I am trying to export a PMML file in Python using sklearn2pmml for import by JPMML in Java.
My goal: For any inputted missing/invalid value, ignore the value by using coefficient equal to 0.0 for that categorical variable (logistic regression).
Up until now, as shown below, I manually edit the PMML file by inserting an artificial default value and set it's coefficient to 0. Then I instruct any missing/invalid value to be this default value.
<DataDictionary>
<DataField name="first_token" optype="categorical" dataType="string">
<Value value="token1"/>
<Value value="token2"/>
<Value value="token3"/>
<Value value="DEFAULT"/>
</DataField>
</DataDictionary>
<RegressionModel functionName="classification" normalizationMethod="softmax">
<MiningSchema>
<MiningField name="first_token" invalidValueTreatment="asMissing" missingValueReplacement="DEFAULT"/>
</MiningSchema>
<RegressionTable intercept="-0.16989516996537837" targetCategory="1">
<CategoricalPredictor name="first_token" value="token1" coefficient="-0.24977558505178424"/>
<CategoricalPredictor name="first_token" value="token2" coefficient="-0.2936699428921362"/>
<CategoricalPredictor name="first_token" value="token3" coefficient="0.3735503579785421"/>
<CategoricalPredictor name="first_token" value="DEFAULT" coefficient="0"/>
</RegressionTable>
</RegressionModel>
Here is my PMML export code:
from sklearn_pandas import DataFrameMapper
from sklearn2pmml import PMMLPipeline
from sklearn2pmml.decoration import CategoricalDomain, ContinuousDomain
from sklearn.preprocessing import LabelBinarizer
from sklearn.linear_model.logistic import LogisticRegression
mapper = DataFrameMapper([('first_token',[CategoricalDomain(),LabelBinarizer()])])

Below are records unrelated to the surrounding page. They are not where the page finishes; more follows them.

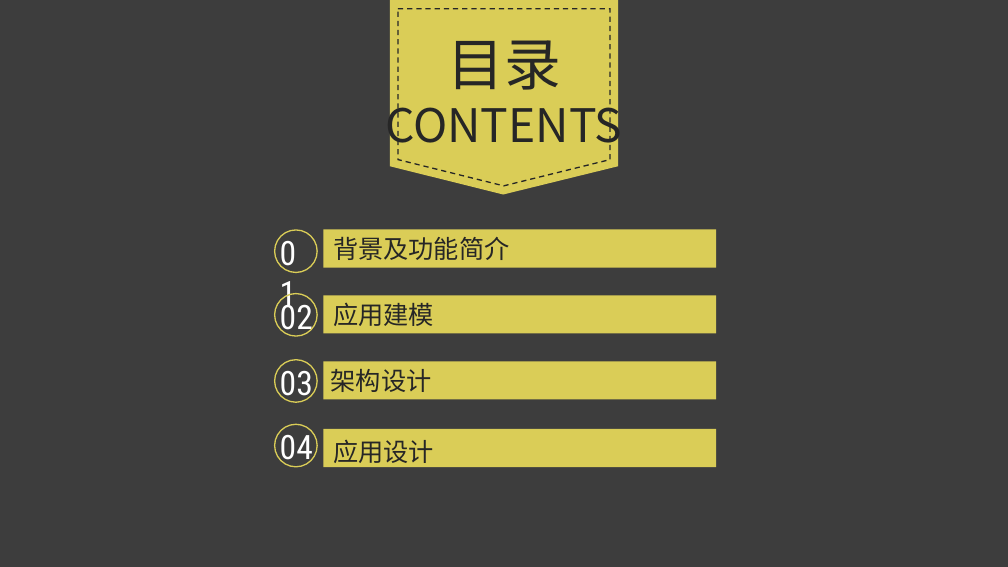
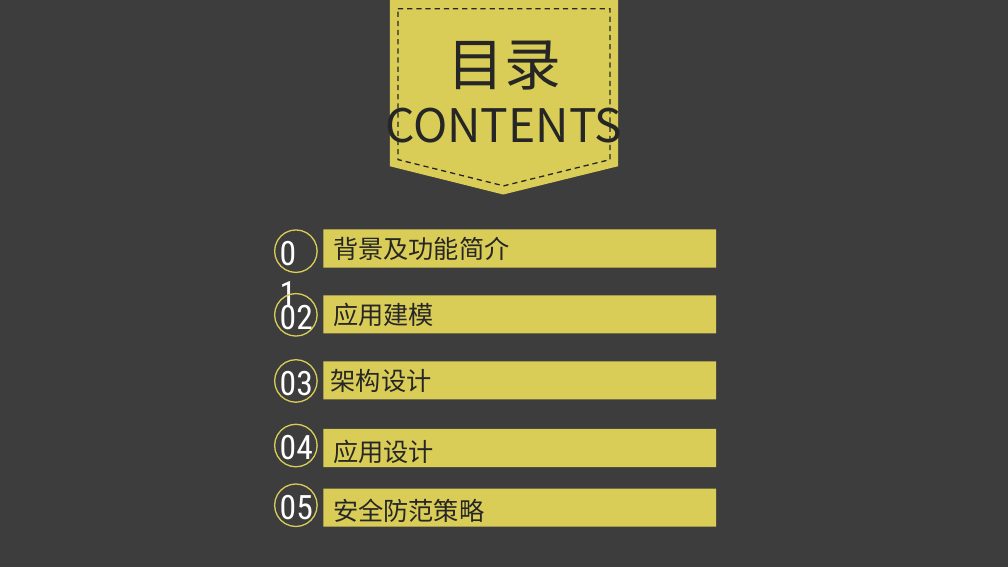
Before and after one commit to WEASP/our-project, a slide deck: slide 2 of Tasks/Task10/高子峰组-知否演示ppt.pptx. Drawn at 1008x567 pixels with LibreOffice and Linux fonts; fonts in the diff are those of the drawing; background and template pictures are left out. Boxes give left, top, right and bottom in pixels: in the first picture for what was removed or moved away, otherwise in the second. Text is boxed around its words. In the diff, an @@ line names an element or a change of style, - is before the commit and + after.

```diff
--- a/Tasks/Task10/高子峰组-知否演示ppt.pptx
+++ b/Tasks/Task10/高子峰组-知否演示ppt.pptx
@@ ellipse added at [274, 484, 317, 526], outline #DACD57 1.25 pt @@
@@ text added at [280, 488, 313, 527], 32 pt, text #FFFFFF @@
+05
@@ rectangle added at [324, 488, 717, 526], fill #DACD57 @@
@@ text added at [333, 498, 484, 528], 24 pt, text #262626 @@
+安全防范策略
```
Also in this commit, not shown: 4 other slides changed, 7 slides added, 1 other file.

model = LogisticRegression()
p = PMMLPipeline([('mapper',mapper), ('classifier',model)])
p.fit(df,df['LABEL'])
sklearn2pmml(p, 'my_pmml.pmml')
My first thought was to use the Imputer, but it only allows to choose "mean", "median", and "most_frequent", not a constant value.
My second thought was to write my own Transformer and add the "DEFAULT" value:
class MyCategoricalDomain(CategoricalDomain):
def __init__(self, **kwargs):
CategoricalDomain.__init__(self, **kwargs)
def fit(self, X, y=None):
CategoricalDomain.fit(self, X, y)
self.data_ = np.append(self.data_, 'DEFAULT')
return self
But then I got an error that "MyCategoricalDomain" is not a subclass of Transformer.
I found these issues:
https://github.com/jpmml/sklearn2pmml/issues/20
https://github.com/jpmml/jpmml-sklearn/issues/30
And this:
https://github.com/jpmml/sklearn2pmml-plugin
Before I dive into writing my own Java wrapper for my custom Transformer, is there an easier way to accomplish missing/invalid treatment with a constant coefficient value replacement?
Thanks!
Ahh, my original question was supposed to include the specification of the missing value treatment, but the point you made was that it is not necessary to also add the "DEFAULT" value to the DataDictionary nor the CategoricalPredictor entry. And it will still work because 0 is chosen as the default coefficient!
Thanks Villu, you are the king of fast responses!
Just a follow-up question in the same spirit. I would like to change the valid range for a continuous variable (called "leftMargin" and "rightMargin" attributes in the PMML). In training, suppose I only observe values in the range [0.2,0.8], but in inference I may encounter anything in range [0,1].
Original:
<DataField name="ILR" optype="continuous" dataType="double">
<Interval closure="closedClosed" leftMargin="0.2" rightMargin="0.8"/>
</DataField>
My manual change:
<DataField name="ILR" optype="continuous" dataType="double">
<Interval closure="closedClosed" leftMargin="0.0" rightMargin="1.0"/>
</DataField>
I would like to call:
ContinuousDomain(min=0.0, max=1.0) but there is no such option.
If I were to extend the transformer myself:
class MyContinuousDomain(ContinuousDomain):
def __init__(self, **kwargs):
ContinuousDomain.__init__(self, **kwargs)
def fit(self, X, y = None):
self.data_min_ = 0.0
self.data_max_ = 1.0
return self
Again, is there any way to do this in native sklearn2pmml without implementing and registering the Java class?